FOR FIVE DAYS

Second round of polio vaccination starts Saturday

More than 3.4 million children aged below five years are targeted across the 13 listed counties

In Summary

• The campaign was launched after the ministry confirmed six cases of polio in the country in February in Garissa and Mombasa counties.

• The first round was conducted between May 22 and 26 with the second round expected to start from Saturday, June 19 to June 23.

Polio ambassador Harold Kipchumba leads in the administration of doses during the first round of the campaign in Garissa county
Polio ambassador Harold Kipchumba leads in the administration of doses during the first round of the campaign in Garissa county
Image: MAGDALINE SAYA

 

All is set for the rollout of the second phase of polio vaccination campaign from Saturday after a successful first round last month.

The first round was conducted between May 22 and 26. The second phase runs till June 23.

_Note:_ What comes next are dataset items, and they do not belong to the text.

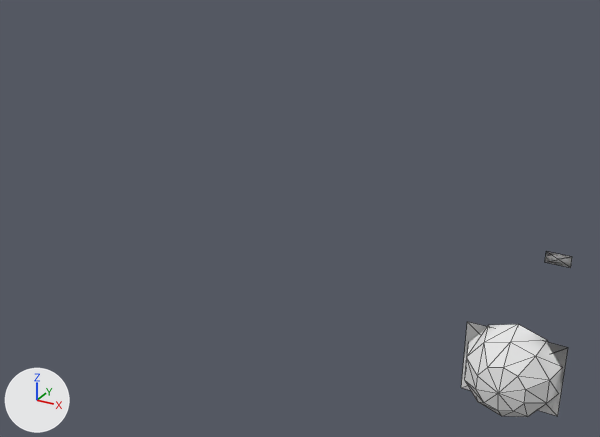
Before and after pictures for a commit that changed the OBJ model assets/meshes/hull_terran_battlecruiser_frag_4.obj.
Both versions are drawn from a 50 mm lens placed at (2.055, -2.375, 1.509), pointed at (1.036, -0.523, 0.582). Arrows for +X, +Y and +Z are at lower left; the lights stay in place. The older version comes first. Mesh edges are drawn as thin lines. Where no turn or scale is listed for an object, it has been applied to the vertices.

The first picture shows 'hull_terran_battlecruiser_frag_4'.
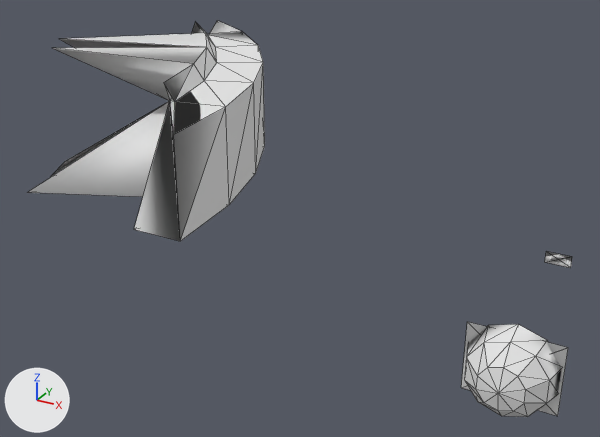
Boxes (x1, y1, x2, y2) around the edits, measured in the pictures (600 x 437 px; the box of a moved part takes in the faces that stretch with it):
'hull_terran_battlecruiser_frag_4', reshaped (388% wider, 138% taller)
    before: (461, 251, 572, 417)
    after: (27, 20, 572, 417)
part 1 of me_hull_terran_battlecruiser_frag_4, added
    after: (27, 20, 265, 241)
part 2 of me_hull_terran_battlecruiser_frag_4, moved or reshaped
    both: (549, 350, 568, 413)
part 3 of me_hull_terran_battlecruiser_frag_4, moved or reshaped
    before: (545, 252, 572, 268)
    after: (545, 251, 572, 268)

The change, as a list of edits to the scene's bpy script:
```text
Change me_hull_terran_battlecruiser_frag_4:
    used by ob_hull_terran_battlecruiser_frag_4; location = (0.0, 0.0, 0.0)
    verts and faces of me_hull_terran_battlecruiser_frag_4; kept vertices keep their numbers, new ones are numbered from 42
    before: 4 (1.57, 0.205, 0.256) at pixel (544, 262), 5 (1.655, 0.205, 0.256) at pixel (570, 267), 6 (1.655, 0.205, 0.297) at pixel (572, 256), 7 (1.57, 0.205, 0.297) at pixel (546, 251), 41 (1.613, 0.205, 0.277) at pixel (558, 259)
    remove me_hull_terran_battlecruiser_frag_4.from_pydata(...)  # 42 vertices, 72 faces; spans x 1.468..1.757, y -0.435..0.205, z 0.0..0.297
    add me_hull_terran_battlecruiser_frag_4.from_pydata(...)  # 78 vertices, 140 faces; spans x 0.483..1.757, y -1.204..0.205, z 0.0..1.074
    me_hull_terran_battlecruiser_frag_4 part 1: a new loose piece of 36 vertices spanning x 0.483..1.146, y -1.204..-0.212, z 0.781..1.074
    me_hull_terran_battlecruiser_frag_4 part 2
    7 faces are deleted
    7 new faces join them, mat_interior (white #e7e7e7)
    me_hull_terran_battlecruiser_frag_4 part 3
    add delete_faces([(4, 7, 41), (6, 41, 7), (5, 41, 6), (4, 41, 5)])
    add faces += [(4, 5, 41), (5, 6, 41), (6, 7, 41), (4, 41, 7)]  # mat_interior (white #e7e7e7)
```
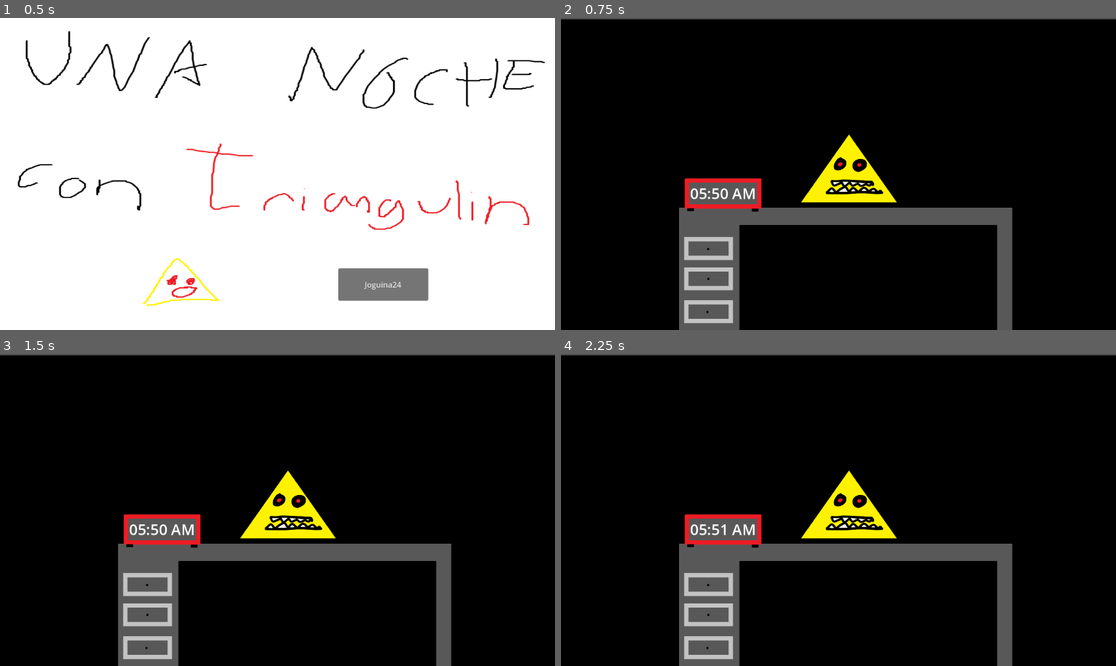
Above: before the commit, frames 1-4 (two rows, left to right).
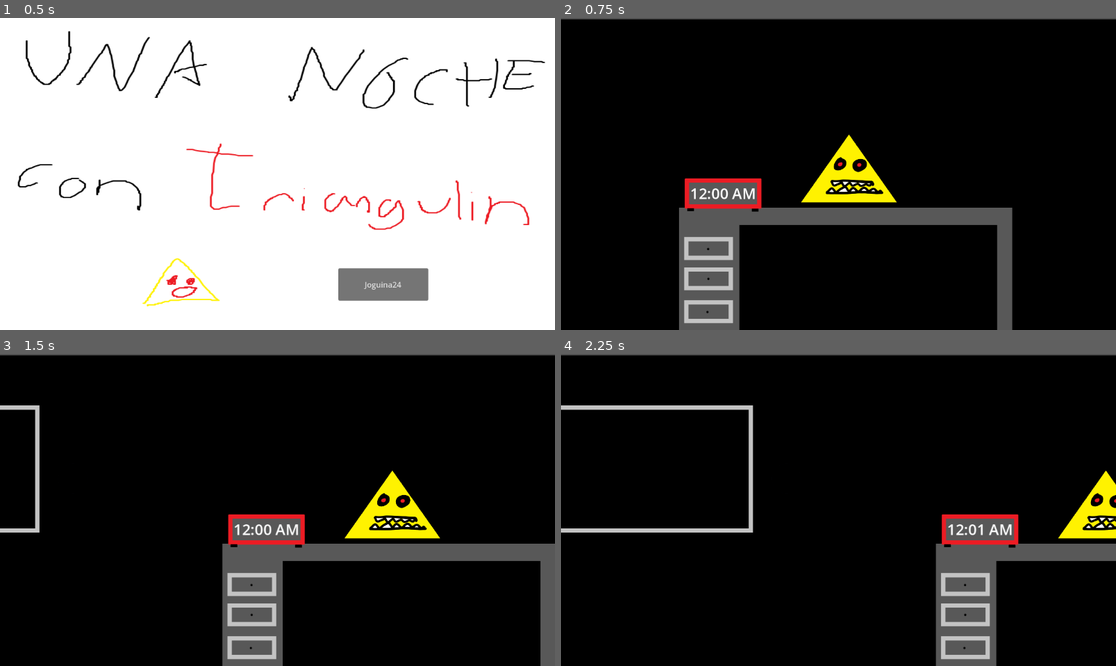
Above: after the commit, the same moments.

Repository: Mageh533/TriangulinProject
Game: Godot game, scene res://Scenes/MainMenu.tscn
The game is run twice, just before and just after one commit, with the same random seed, the same clock (stepped at 60 frames per second) and the same inputs.
Inputs (mouse positions are in pixels of both pictures, inside the frame that each line leads up to):
- Up to frame 1 (0.5 s): no input
- Up to frame 2 (0.75 s): click "Joguina24" at 0.5 s
- Up to frame 3 (1.5 s): tap Enter at 1.25 s; move the mouse to (27, 510) at 1.27 s
- Up to frame 4 (2.25 s): move the mouse to (1088, 510) at 2.02 s

Frame 1 is identical in both runs. In frame 2, less than 0.1% of the frame differs, in the area x 23-29%, y 54-59%; in frame 3, 17%; in frame 4, 18%, in the area x 0-100%, y 16-100%.

Commit message:
Made time export and allow ui pass

Diff:
--- a/Scenes/MainScene.tscn
+++ b/Scenes/MainScene.tscn
@@ -11,11 +11,11 @@
 [sub_resource type="LabelSettings" id="LabelSettings_1bbin"]
 font_size = 31
 
+[sub_resource type="RectangleShape2D" id="RectangleShape2D_d7ua2"]
+size = Vector2(117, 647)
+
 [sub_resource type="LabelSettings" id="LabelSettings_b50o2"]
 font_color = Color(0, 0, 0, 1)
-
-[sub_resource type="RectangleShape2D" id="RectangleShape2D_d7ua2"]
-size = Vector2(117, 647)
 
 [sub_resource type="Animation" id="Animation_1kxgc"]
 resource_name = "GameWin"
@@ -103,7 +103,11 @@
 text = "00:00"
 label_settings = SubResource("LabelSettings_1bbin")
 
-[node name="Triangulin" type="Sprite2D" parent="."]
+[node name="Interactable" type="Node2D" parent="."]
+
+[node name="Mosters" type="Node2D" parent="."]
+
+[node name="Triangulin" type="Sprite2D" parent="Mosters"]
 position = Vector2(598, 307)
 scale = Vector2(0.575718, 0.549123)
 texture = ExtResource("2_inhka")
@@ -119,6 +123,20 @@
 [node name="POV" type="Camera2D" parent="."]
 position = Vector2(576, 321)
 
+[node name="MoveLeft" type="Area2D" parent="POV"]
+position = Vector2(-491, -10)
+
+[node name="CollisionShape2D" type="CollisionShape2D" parent="POV/MoveLeft"]
+position = Vector2(-25.5, 11.5)
+shape = SubResource("RectangleShape2D_d7ua2")
+
+[node name="MoveRight" type="Area2D" parent="POV"]
+position = Vector2(539, -11)
+
+[node name="CollisionShape2D" type="CollisionShape2D" parent="POV/MoveRight"]
+position = Vector2(-25.5, 11.5)
+shape = SubResource("RectangleShape2D_d7ua2")
+
 [node name="UI" type="Control" parent="POV"]
 layout_mode = 3
 anchors_preset = 15
@@ -130,6 +148,7 @@
 offset_bottom = 324.0
 grow_horizontal = 2
 grow_vertical = 2
+mouse_filter = 1
 
 [node name="ColorRect" type="ColorRect" parent="POV/UI"]
 visible = false
@@ -151,20 +170,6 @@
 text = "Yay!"
 label_settings = SubResource("LabelSettings_b50o2")
 
-[node name="MoveLeft" type="Area2D" parent="POV"]
-position = Vector2(-491, -10)
-
-[node name="CollisionShape2D" type="CollisionShape2D" parent="POV/MoveLeft"]
-position = Vector2(-25.5, 11.5)
-shape = SubResource("RectangleShape2D_d7ua2")
-
-[node name="MoveRight" type="Area2D" parent="POV"]
-position = Vector2(539, -11)
-
-[node name="CollisionShape2D" type="CollisionShape2D" parent="POV/MoveRight"]
-position = Vector2(-25.5, 11.5)
-shape = SubResource("RectangleShape2D_d7ua2")
-
 [node name="GameAnims" type="AnimationPlayer" parent="."]
 libraries = {
 "": SubResource("AnimationLibrary_hxr4n")
--- a/Scripts/Game/GameLogic.gd
+++ b/Scripts/Game/GameLogic.gd
@@ -1,14 +1,15 @@
 extends Node2D
+
+@export var time : float
 
 var gameActive = true
 var movingLeft = false
 var movingRight = false
-var time
 var timeText = "12:00"
 
 # Called when the node enters the scene tree for the first time.
 func _ready():
-	time = 350
+	pass
 
 # Called every frame. 'delta' is the elapsed time since the previous frame.
 func _process(delta):
@@ -19,7 +20,6 @@
 	if(time >= 360 and gameActive):
 		gameActive = false
 		winGame()
-
 
 # Camera Logic
 func _on_move_left_mouse_entered():
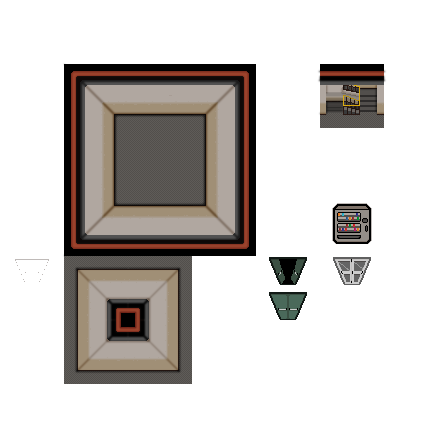
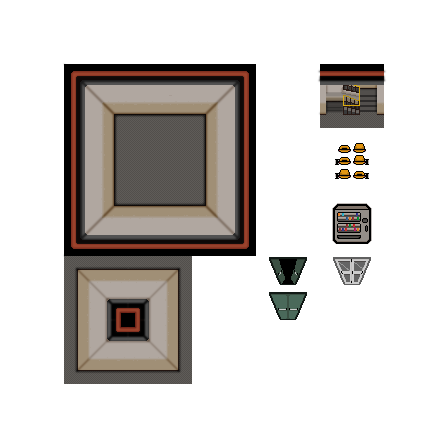
Two versions of the same layered image (448 × 448). Layer-by-layer changes:
added group "seats" with 2 layers above "vending machine" over [335, 143, 369, 179]
added layer "Livello 33 copia" (30%) in group "seats" over [335, 146, 369, 179]
added layer "Livello 34 copia" in group "seats" over [335, 143, 369, 179]
painted on "Livello 30" over [338, 214, 360, 237]
painted on "OPEN DOOR SHADOW copia" over [15, 259, 49, 282]
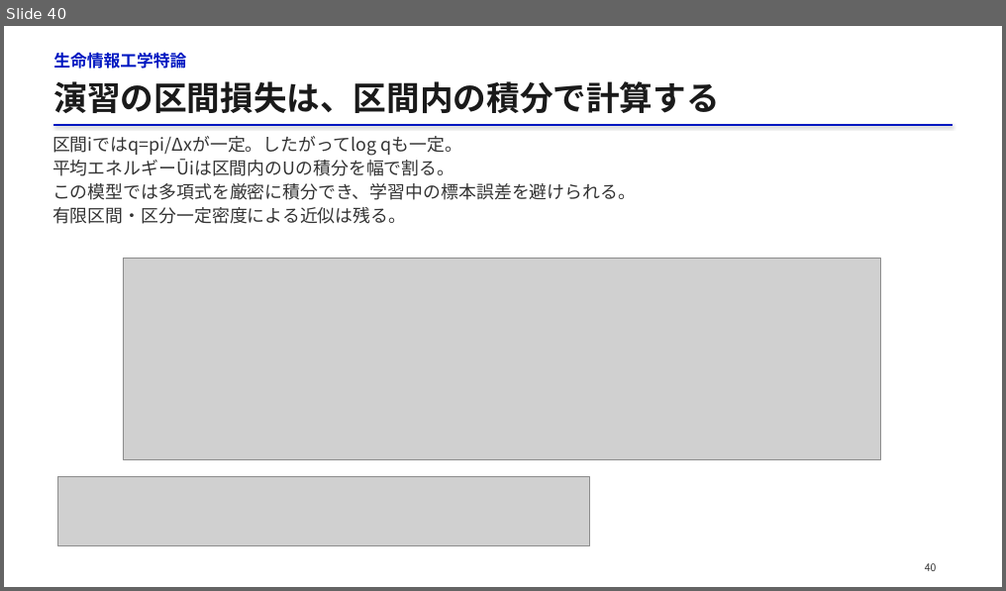
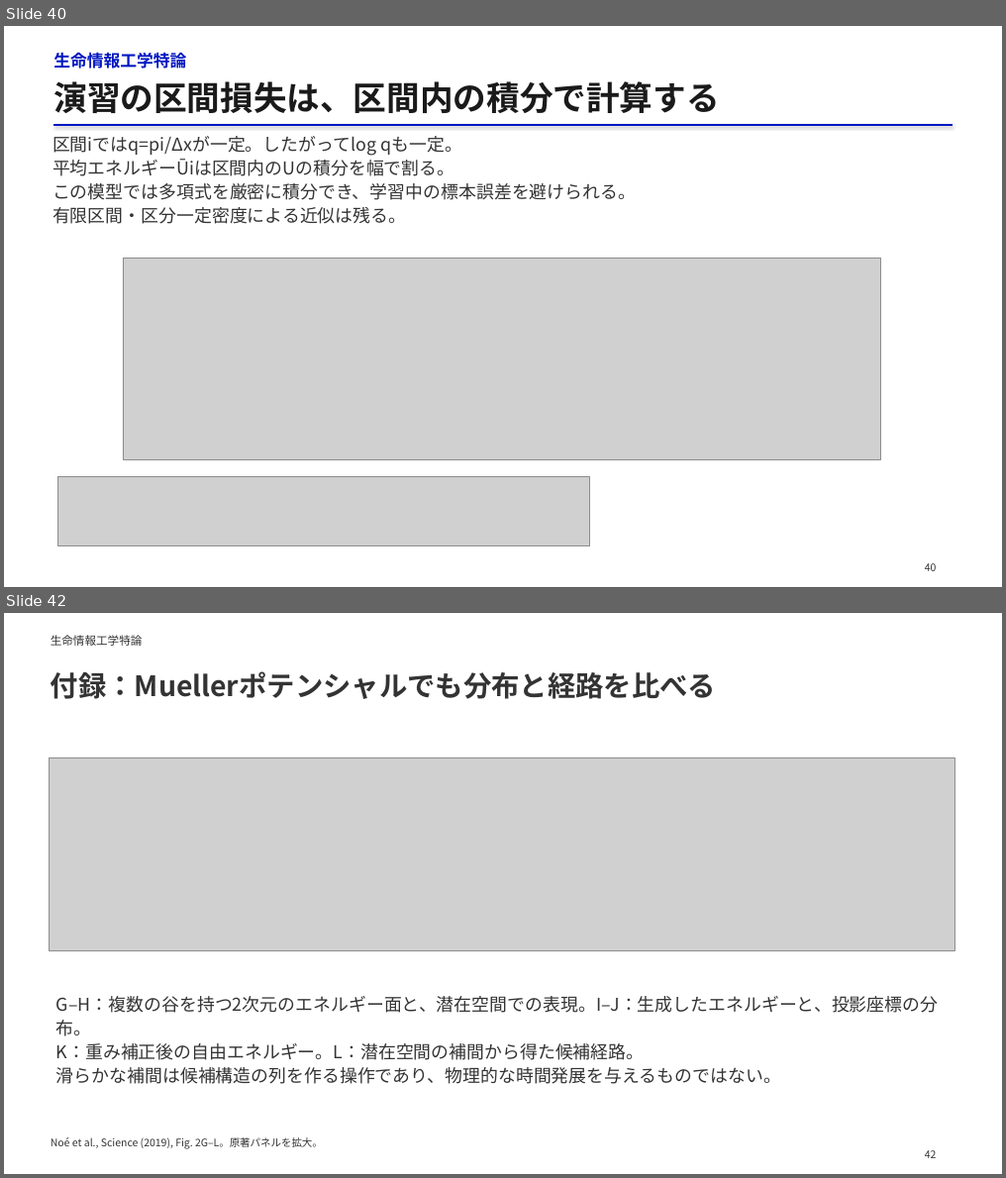
Before and after one commit to matsunagalab/lecture_bioinfo, a slide deck: 13_構造集団を生成するAI/13_構造集団を生成するAI.pptx. Shown one above the other, each under a label of ours: slide 40 before the commit, slides 40 and 42 after it; the slides between them are not shown. The pictures are 1006x591 and 1006x1178 pixels, drawn with LibreOffice and Linux fonts; fonts in the diff are those of the drawing; grey boxes stand for pictures. Boxes give left, top, right and bottom in pixels: in the first picture for what was removed or moved away, otherwise in the second. Text is boxed around its words. In the diff, an @@ line names an element or a change of style, - is before the commit and + after.

Commit message:
第13回の研究図と生成分布の説明を改善

```diff
--- a/13_構造集団を生成するAI/13_構造集団を生成するAI.pptx
+++ b/13_構造集団を生成するAI/13_構造集団を生成するAI.pptx
@@ slide 42 added at [4,613,1002,1174], background #FFFFFF @@
@@ text added at [51,635,143,646], 11 pt, text #333333 @@
+生命情報工学特論
@@ text added at [51,671,716,699], 27 pt, text #333333, bold @@
+付録：Muellerポテンシャルでも分布と経路を比べる
@@ picture added at [49,759,954,951] @@
@@ text added at [56,996,938,1084], 17 pt, text #333333 @@
+G–H：複数の谷を持つ2次元のエネルギー面と、潜在空間での表現。I–J：生成したエネルギーと、投影座標の分布。
+K：重み補正後の自由エネルギー。L：潜在空間の補間から得た候補経路。
+滑らかな補間は候補構造の列を作る操作であり、物理的な時間発展を与えるものではない。
@@ text added at [51,1138,323,1150], 10 pt, text #333333 @@
+Noé et al., Science (2019), Fig. 2G–L。原著パネルを拡大。
@@ text added at [925,1151,937,1158], 10 pt, text #333333 @@
+42
```
Also in this commit, not shown: 13 slides changed, 9 other slides added, 10 slides removed, 2 other files.

The campaign targets 13 counties with a population of more than 3.4 million children below the age of five.

The exercise targets 249,391 children in Garissa, 255,885 in Mandera, 51,206 in Isiolo, 180,714 in Wajir, 175,425 in Kitui, 85,020 in Tana River, 25,104 in Lamu, 233,770 in Machakos, 330,465 in Kiambu, 327,338 in Kilifi, 234,197 in Kajiado, 965,243 in Nairobi and 323,620 children in Mombasa.

The campaign was launched after the Ministry of Health confirmed six cases of polio in the country in February. The cases were found in Garissa and Mombasa counties.

Three of the cases were picked from healthy children from Somalia who had crossed over to Garissa with the other three cases having been picked from the environment; one in a sewage in Garissa and two in Mombasa.

Polio or poliomyelitis is a disabling life-threatening disease caused by poliovirus. The virus spreads from person to another and can infect a person’s spinal cord, causing paralysis.

“What we see in the country a few times are outbreaks that come from our neighbouring countries so this year, what we are responding to are cases we have detected from children who came from Somalia and because of that as a requirement from WHO we have to respond,” Emmanuel Okunga said.

Okunga is the head of disease surveillance and epidemic response at the Health ministry.

“We intend to get at least 95 per cent of all the children in the country but sometimes because of challenges of the border and other issues, we do not reach that target and that is why it is incumbent upon all of us to try and get all these children,” Okunga said.

The World Health Organisation says even though tremendous progress has been made towards eradication of the disease and reduction of cases by 99 per cent in the last 30 years, the last steps in ending the disease are proving more difficult.

“The backbone of polio eradication still remains routine immunisation and the supplementary immunisation activities that we have with polio goes to reinforce the operations of the routine immunisation programme that we are running to protect ourselves,” head of national vaccines and immunisation programme Collins Tabu said.

Specialists said there is a build-up of thousands of under-immunised children in the 13 targeted counties.

The situation is compounded by the Covid-19 pandemic which has disrupted immunisation routines.

The ministry has called on parents, guardians, communities, religious leaders, community elders and all those living in the targeted counties to ensure all children aged below five years receive the vaccine.